Rezaei 2010.

Study characteristics
Methods	Parallel trial of topiramate + risperidone versus placebo + risperidone
Participants	Inclusion criteria: children 3‐12 years of age a score of ≥ 6 on DSM‐4‐TR criteria for diagnosis of autism an ABC‐C Irritability subscale score of ≥ 12 at screening and baseline Exclusion criteria: concomitant schizophrenia, psychotic disorders and epilepsy history of drug or alcohol abuse history of tardive dyskinesia any significant medical condition severe or profound intellectual disabilities in whom a definitive diagnosis of autism could not be made Location/setting: paediatric outpatient clinic in Iran Sample size: 40 (20 to each group) Number of withdrawals/dropouts: none reported Gender: 27 boys, 13 girls Mean age: topiramate + risperidone: 8.17 years; placebo + risperidone: 7.85 years IQ: not reported Baseline ABC‐I or other BoC: topiramate + risperidone: 17.25; placebo + risperidone: 16.80 Concomitant medications: not reported History of previous medications: not reported
Interventions	Topiramate + risperidone for 8 weeks: maximum topiramate dose of 100 mg/day for children < 30 kg or 3‐6 years of age. Maximum of 200 mg/day for children 7‐12 years or ≥ 30 kg. Maximum risperidone dose of 2 mg/day for children 10‐40 kg or 3 mg/day for children > 40 kg Risperidone + placebo for 8 weeks: maximum risperidone of 2 mg/day for children 10‐40 kg or 3 mg/day for children > 40 kg
Outcomes	Primary outcomes: irritability, measured using the ABC‐I subscale (Aman 1985) AEs Secondary outcomes: none reported Timing of outcome assessment: AEs recorded at weeks 1, 2, 4, 6 and 8
Notes	Study start date: April 2008 Study end date: January 2010 Source of funding: grant from Tehran University of Medical Sciences to Prof Shahin Akhondzadeh (Grant No: 6550) Conflicts of interest: none declared
Risk of bias
Bias	Authors' judgement	Support for judgement
Random sequence generation (selection bias)	Low risk	Patients were randomised to receive topiramate or placebo in a 1:1 ratio using a computer‐generated code.
Allocation concealment (selection bias)	Low risk	The assignments were kept in sealed, opaque envelopes until data analysis.
Blinding of participants and personnel (performance bias) All outcomes	Low risk	Quote: "Throughout the study, the person who administered the medications, the rater and the patients were blind to assignments"

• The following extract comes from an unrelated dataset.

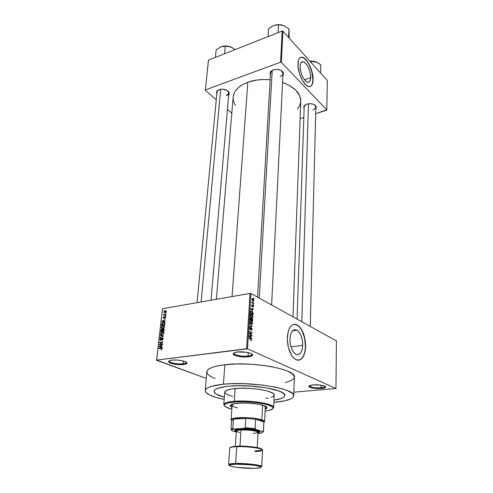 <?xml version="1.0" encoding="UTF-8"?>
<svg xmlns="http://www.w3.org/2000/svg" width="493" height="493" viewBox="0 0 493 493"><rect width="100%" height="100%" fill="white"/><g stroke="black" fill="none" stroke-linecap="round" stroke-linejoin="round"><path stroke-width="0.74" d="M234.027 352.883L233.935 353.407C234.15 355.188 242.673 356.753 248.059 356.026L248.386 356.809C242.618 357.585 233.485 355.915 233.244 354.011C233.115 353.08 234.483 352.415 237.349 352.014L234.717 352.581L233.226 353.912L235.001 355.404L237.718 356.229L246.734 356.95L251.017 356.266L252.626 354.966L250.955 353.463L246.531 352.273L237.349 352.014C243.708 351.115 253.759 353.259 252.576 355.225C252.2 355.977 250.808 356.507 248.386 356.809L248.059 356.026C242.427 356.79 233.522 355.04 233.916 353.21L234.027 352.883M309.407 385.705L309.401 385.957C311.003 387.424 314.879 388.04 321.029 387.806L321.288 388.478C314.7 388.724 310.547 388.065 308.828 386.5C308.735 385.736 310.146 385.206 313.067 384.904L309.099 385.896L308.877 386.617L309.918 387.344L316.561 388.527L323.784 388.102L325.602 387.165L325.251 386.426L321.072 385.169L321.029 387.806C314.571 388.028 310.689 387.369 309.382 385.828L309.407 385.705M169.37 360.777L169.302 361.172C169.401 362.83 178.219 364.463 183.23 363.779L183.55 364.512C178.183 365.245 168.742 363.501 168.624 361.726C168.532 360.987 169.629 360.457 171.909 360.149L169.647 360.654L168.668 361.856L169.746 362.768L173.511 363.97L182.071 364.635L185.824 364.031L186.89 363.286L185.904 361.936L182.145 360.71L176.87 360.032L171.909 360.149C177.776 359.305 188.104 361.486 186.896 363.273C186.588 363.859 185.479 364.272 183.55 364.512L183.23 363.779C178.01 364.5 168.828 362.694 169.29 361.005L169.37 360.777M302.751 345.383L290.95 346.838L302.751 345.383L302.135 349.753L300.65 353.019L298.505 354.664L296.022 354.412L293.569 352.273L291.548 348.563L290.266 343.855L289.946 338.894C290.667 331.561 293.015 328.665 296.983 330.205C300.699 333.04 302.616 338.099 302.751 345.383C302.104 352.852 299.719 355.78 295.597 354.177C291.911 351.269 290.032 346.178 289.946 338.894L290.617 334.464L292.17 331.253L294.358 329.737L296.841 330.125L299.22 332.319L301.174 335.973L302.412 340.552L302.751 345.383M305.426 346.739C305.229 336.312 302.462 329.077 297.143 325.053L293.927 324.308L296.114 324.573L297.889 325.54L300.41 328.135L301.901 330.526L304.612 338.167L305.426 346.739C304.988 354.658 302.727 359.157 298.647 360.229L300.237 359.705L301.771 358.497L303.657 355.57L304.902 351.534L305.426 346.739M287.302 337.422C288.356 326.964 291.702 322.829 297.347 325.023C302.665 329.053 305.426 336.281 305.629 346.715L305.105 351.509L303.861 355.545L301.981 358.479L300.447 359.68L297.864 360.229L296.053 359.717L293.372 357.678L291.72 355.533L288.522 348.076L287.277 339.178L288.282 331.062L289.866 327.414L292.016 325.084L294.537 324.246L296.318 324.548L298.961 326.23L301.377 329.244L303.386 333.33L304.816 338.143L305.629 346.715C304.729 357.443 301.303 361.652 295.356 359.342C290.094 355.151 287.413 347.842 287.302 337.422M257.549 297.18L270.558 72.804L272.765 70.055L270.749 71.467L273.134 69.907L270.571 71.688L270.01 73.272L270.441 74.831L270.749 71.467M216.982 91.944L218.818 89.72L217.111 90.86L219.052 89.627L216.815 91.254L216.445 92.696L216.803 93.806L217.111 90.86M304.187 106.796L305.74 104.59L304.224 105.798L306.849 104.128L304.329 105.662L303.7 107.036L304.132 108.602L304.224 105.798L297.076 319.107M183.501 361.036L183.23 363.779L183.501 361.036M248.269 352.612L248.059 356.026L248.269 352.612M224.327 397.222C217.561 395.374 214.153 393.389 214.091 391.282C214.498 388.878 219.403 387.184 228.82 386.192L238.452 385.711L249.156 385.951L266.54 387.862L279.439 391.165L283.648 393.445L284.806 395.7L283.876 397.087L281.657 398.326L273.96 400.174L281.657 398.326L283.876 397.087L284.806 395.7L284.381 394.209L282.581 392.681L277.399 390.431L266.54 387.862L252.78 386.185L238.452 385.711L228.82 386.192C251.054 383.776 286.643 389.914 284.831 395.485C284.523 397.568 280.899 399.133 273.96 400.174C280.899 399.133 284.523 397.568 284.831 395.485C286.643 389.914 251.054 383.776 228.82 386.192L226.01 386.506L228.82 386.192C219.403 387.184 214.498 388.878 214.091 391.282C214.153 393.389 217.561 395.374 224.327 397.222L216.168 394.043L214.135 391.799L214.455 390.357L216.144 389.02L219.169 387.849L226.01 386.506L217.493 388.41L215.127 389.673L214.122 391.066L214.486 392.545L216.168 394.043L224.327 397.222M293.705 395.805L294.346 377.028C296.706 369.38 252.441 361.147 224.87 364.74L223.415 384.213C251.264 381.114 296.077 388.872 293.705 395.805C292.984 399.084 286.365 401.277 273.861 402.38L285.262 400.735L291.166 398.708L293.236 397.068L293.655 396.187L293.224 394.326L292.355 393.371L287.191 390.499L281.743 388.681L274.903 387.042L262.652 385.076L244.491 383.683L231.285 383.696L223.415 384.213L224.87 364.74L218.208 365.763L212.933 367.143L209.235 368.807L207.214 370.674L206.9 372.677L208.256 374.723L211.164 376.738L215.108 378.513M233.127 97.109C233.855 90.743 238.754 85.794 247.831 82.257L257.136 80.008L263.928 79.502L270.152 79.761C262.011 79.046 254.573 79.878 247.831 82.257L232.086 296.552L247.831 82.257L242.593 84.648L238.378 87.618L235.34 91.039L234.286 92.875L233.171 96.69L216.365 299.3M292.99 316.845L300.761 101.127C300.607 93.22 294.543 86.978 282.569 82.399L289.465 85.468L295.973 90.342L299.806 95.981L300.755 101.151M310.682 77.629L304.464 79.786L310.682 77.629L310.196 80.47L308.982 82.048L307.219 82.109L305.173 80.618L303.152 77.789L301.476 74.049L300.41 69.988L300.126 66.235C300.336 62.956 301.365 61.459 303.22 61.748C306.658 62.297 311.009 71.627 310.682 77.629C310.504 80.994 309.45 82.522 307.521 82.202C304.138 81.628 299.75 72.237 300.126 66.235L300.656 63.381L301.919 61.865L303.706 61.902L305.746 63.468L307.724 66.308L309.351 69.981L310.387 73.95L310.682 77.629M312.901 80.02C313.351 71.436 307.139 58.1 302.203 57.317L300.668 57.361L302.955 57.564L305.13 59.074L307.318 61.668L309.327 65.119L311.859 71.953L312.901 80.02C312.759 83.607 311.835 85.782 310.122 86.534L311.465 85.474L312.211 84.087L312.901 80.02M297.957 63.646C298.271 58.981 299.738 56.849 302.375 57.25C307.312 58.032 313.517 71.374 313.073 79.958L312.044 84.784L310.664 86.306L309.487 86.645L307.447 86.096L305.974 85.036L302.32 80.267L299.43 73.439L298.019 66.228L298.431 60.417L299.528 58.217L300.557 57.416L302.437 57.268L304.569 58.377L306.769 60.633L308.858 63.825L312.032 71.892L313.073 79.958C312.821 84.808 311.305 87.002 308.532 86.534C303.7 85.708 297.408 72.243 297.957 63.646M336.417 340.934L250.955 293.52L247.517 348.828L335.955 388.49L336.417 340.934L250.955 293.52L250.062 293.415L246.592 348.73L156.645 360.081L162.548 308.698L250.062 293.415L250.955 293.52L247.517 348.828L335.955 388.49L293.828 392.175L335.955 388.49L336.417 340.934M253.433 301.636L253.766 302.215L253.433 301.636M252.749 302.875L253.673 303.774L251.843 302.788L251.985 301.593L252.749 302.875L251.985 301.593L251.843 302.788L253.673 303.774L253.698 303.38L252.176 302.967L252.749 302.875M253.273 304.304L253.605 304.884L253.273 304.304M253.014 305.198L253.55 306.258L253.125 307.127L253.149 305.709L252.225 306.664L251.64 305.642L252.225 304.834L252.188 306.227L253.014 305.198L252.102 306.208L252.225 304.834L251.646 305.457L252.114 306.621L253.032 305.611L253.285 306.289L252.897 307.096L253.544 306.455L253.014 305.198L252.57 305.272L253.014 305.198M252.49 310.553L250.758 308.76L253.371 308.846L253.347 309.253L252.57 309.197L252.49 310.553L252.57 309.197L253.347 309.253L253.371 308.846L250.758 308.76L252.49 310.553M252.934 316.666L252.638 317.474L252.028 317.689L250.623 316.642L250.339 315.144L251.097 314.306L252.416 315.039L252.934 316.666L252.613 315.341L251.726 314.479C251.023 314.047 250.555 314.331 250.321 315.323L251.572 317.547L252.465 317.603L251.954 317.677L252.465 317.603L252.934 316.666M252.539 323.186L252.25 324L251.633 324.221L250.222 323.186L249.939 321.683L250.697 320.832L252.022 321.553L252.539 323.186L252.219 321.849L251.331 320.992C250.623 320.567 250.154 320.863 249.92 321.867L251.171 324.086L252.071 324.129L251.522 324.209L252.071 324.129L252.539 323.186M251.535 339.948L251.313 340.503L250.678 340.453L251.14 339.363L248.947 338.204L248.971 337.797L251.399 339.215L251.535 339.948L250.949 338.746L248.971 337.797L248.947 338.204L251.066 339.264L251.233 339.788L250.678 340.453L251.313 340.503L250.955 340.552L251.535 339.948M250.857 337.471L251.578 338.611L249.07 336.152L249.101 335.727L251.757 335.659L251.732 336.084L250.943 336.066L250.857 337.471L250.943 336.066L251.732 336.084L251.757 335.659L249.101 335.727L249.07 336.152L251.578 338.611L251.603 338.186L250.469 337.526L250.857 337.471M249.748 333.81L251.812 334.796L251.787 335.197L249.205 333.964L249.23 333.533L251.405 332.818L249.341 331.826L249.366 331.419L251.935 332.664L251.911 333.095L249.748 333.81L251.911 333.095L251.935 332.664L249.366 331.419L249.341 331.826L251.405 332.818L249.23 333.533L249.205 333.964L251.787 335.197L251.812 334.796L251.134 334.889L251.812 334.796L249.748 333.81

Blinding of outcome assessment (detection bias) All outcomes	Low risk	Quote: "Throughout the study, the person who administered the medications, the rater and the patients were blind to assignments"
Incomplete outcome data (attrition bias) All outcomes	High risk	Quote: "Patients will be randomly allocated to topiramate + risperidone (Group A) or placebo + risperidone (Group B) for a 10‐week, double‐blind, placebo‐controlled study" only 8‐weeks of the trial was reported in the paper LTFU: none reported
Selective reporting (reporting bias)	High risk	The ABC and the 5 subscales were the primary outcome measure and were reported, however it is unexplained why the Iranian clinical trials website and the paper are different in terms of length of study. "Timepoint weeks 2‐4‐6‐8‐10 after beginning of trial".
Other bias	High risk	The Iranian clinical trial website says that timepoints are weeks 2‐4‐6‐8‐10 after beginning of trial, however, week 10 is not recorded in the paper and neither is a 2‐week follow‐up period. "Patients will be randomly allocated to topiramate + risperidone (Group A) or placebo + risperidone (Group B) for a 10‐week, double‐blind, placebo‐controlled study. The contact author is also on the ethics committee at the university funding the study and is a peer‐reviewer for one of the journals in which some of their studies are published.